3. Key Contributions

• First Integration of WSi in Fluxonium: Demonstrated the feasibility of using amorphous WSi as a linear inductor in fluxonium qubits, achieving performance comparable to other disordered superconductors.
• Identification of Dominant Loss Mechanism: Provided strong evidence that localized quasiparticles trapped in spatial fluctuations of the superconducting gap are the primary source of loss, rather than dielectric two-level systems (TLS).
• Dimensionality Effects: Showed that reducing the film thickness below the coherence length (enhancing phase fluctuations) significantly increases the density of localized quasiparticles and degrades performance.
• Nonlinear Dynamics: Observed non-monotonic power dependence in resonator quality factors, attributed to the recombination of localized quasiparticles at low power and pair-breaking at high power.

4. Key Results

A. Resonator Measurements

• Quality Factors: $Q_{int}$ ranged from $10^4$ to $10^5$. Thinner films ($300$ pH/□) exhibited lower $Q$ than thicker films ($100$ pH/□), indicating higher loss in the more disordered/quasi-2D regime.
• Loss Mechanism Differentiation:
  • Despite a 100x difference in electric field participation between distributed and lumped resonators, the quality factors were similar for the same film. This rules out surface dielectric loss (TLS) as the dominant factor.
  • $Q_{int}$ increased with resonance frequency, a signature characteristic of quasiparticle loss (scaling as $1/\sqrt{f}$).
• Power Dependence:
  • At low photon numbers, $Q_{int}$ increased with power.
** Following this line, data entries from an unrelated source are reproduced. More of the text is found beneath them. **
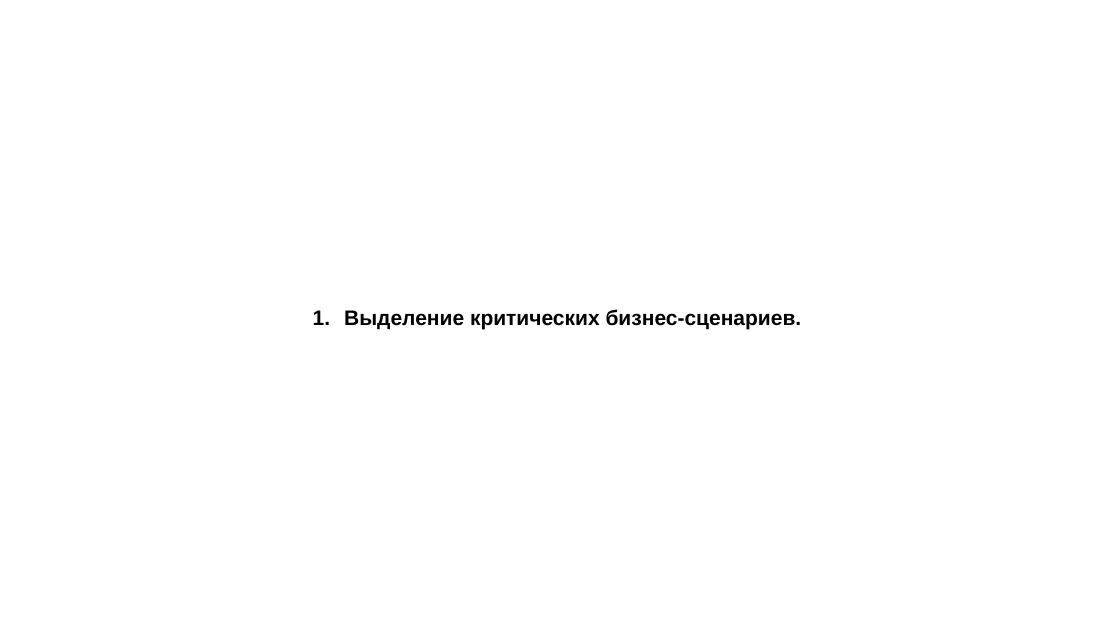
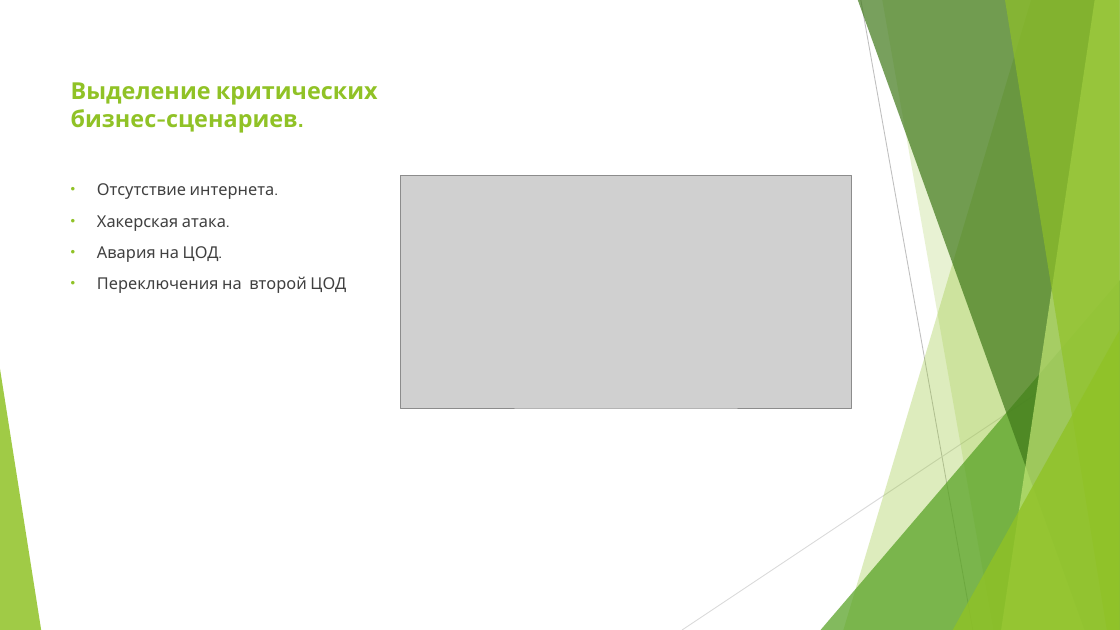
Before and after one commit to eafonasyev/diplom, a slide deck: slide 7 of diplom/diplom_prezentation.pptx. Drawn at 1120x630 pixels with LibreOffice and Linux fonts; fonts in the diff are those of the drawing; grey boxes stand for pictures. Boxes give left, top, right and bottom in pixels: in the first picture for what was removed or moved away, otherwise in the second. Text is boxed around its words. In the diff, an @@ line names an element or a change of style, - is before the commit and + after.

```diff
--- a/diplom/diplom_prezentation.pptx
+++ b/diplom/diplom_prezentation.pptx
@@ title "Выделение критических бизнес-сценариев.": place and size @@
-title "Выделение критических бизнес-сценариев." at box(344, 309, 802, 329)
+title "Выделение критических бизнес-сценариев." at box(71, 82, 378, 133)
@@ title "Выделение критических бизнес-сценариев." at box(71, 82, 378, 133): size 18 to 20 pt, font Arial to Cabin, text colour #000000 to #90C226; bullet 1. to none; line spacing 1.15 to 1; vertical alignment top to bottom @@
@@ picture added at box(401, 176, 852, 408) @@
@@ text added at box(97, 183, 346, 293), 14 pt, text #404040 @@
+• Отсутствие интернета.
+• Хакерская атака.
+• Авария на ЦОД.
+• Переключения на второй ЦОД
@@ group added at box(0, 0, 1120, 630): 5 freeform shapes, 3 triangles, 2 lines @@
```
Also in this commit, not shown: 2 other slides changed, 12 slides added, 14 slides removed, 1 other file.

This is explained by the excitation of localized quasiparticles out of shallow traps, allowing them to recombine faster.
  • At high power, $Q_{int}$ dropped due to Cooper pair breaking.
  • Resonance frequency shifts showed a non-monotonic behavior (initial increase due to reduced kinetic inductance from recombination, followed by a drop due to Kerr shift).

B. Fluxonium Qubit Measurements

• Relaxation Times ($T_1$): Measured $T_1$ increased with qubit frequency, consistent with the quasiparticle loss model.
• Quasiparticle Density: The extracted quasiparticle density ratios ($x_{qp}$) from the qubit data ($\sim 10^{-5}$) matched those derived from resonator measurements.
• Model Validation:
  • The authors modeled the WSi inductor as an array of Josephson junctions (representing superconducting grains separated by insulating barriers).
  • Theoretical predictions for relaxation rates due to quasiparticle tunneling across these "junctions" matched the experimental $T_1$ data perfectly.
  • In contrast, a dielectric loss model predicted that $T_1$ should decrease with frequency, which contradicted the experimental data.

5. Significance and Conclusion

• Material Optimization: The study establishes that while WSi is a viable material for high-kinetic-inductance circuits, its performance is fundamentally limited by localized quasiparticles arising from disorder-induced spatial variations in the superconducting gap.
• Design Implications: To improve coherence, future designs must focus on minimizing these spatial fluctuations or engineering the material to reduce the density of localized states, rather than just optimizing surface treatments for TLS.
• Scalability: The successful integration of WSi into fluxonium qubits opens the door for using WSi nanowires as nonlinear elements (e.g., weak-link Josephson elements or quantum phase slip junctions) in advanced quantum circuits.
• Fundamental Physics: The work provides a clear experimental validation of the "granular" model of disorder in amorphous superconductors, where the material behaves effectively as a network of Josephson junctions, with quasiparticle tunneling being the primary dissipation channel.

In summary, this paper resolves the loss mechanism in amorphous WSi devices, identifying localized quasiparticles as the bottleneck, and provides a roadmap for utilizing high-kinetic-inductance materials in next-generation superconducting quantum hardware.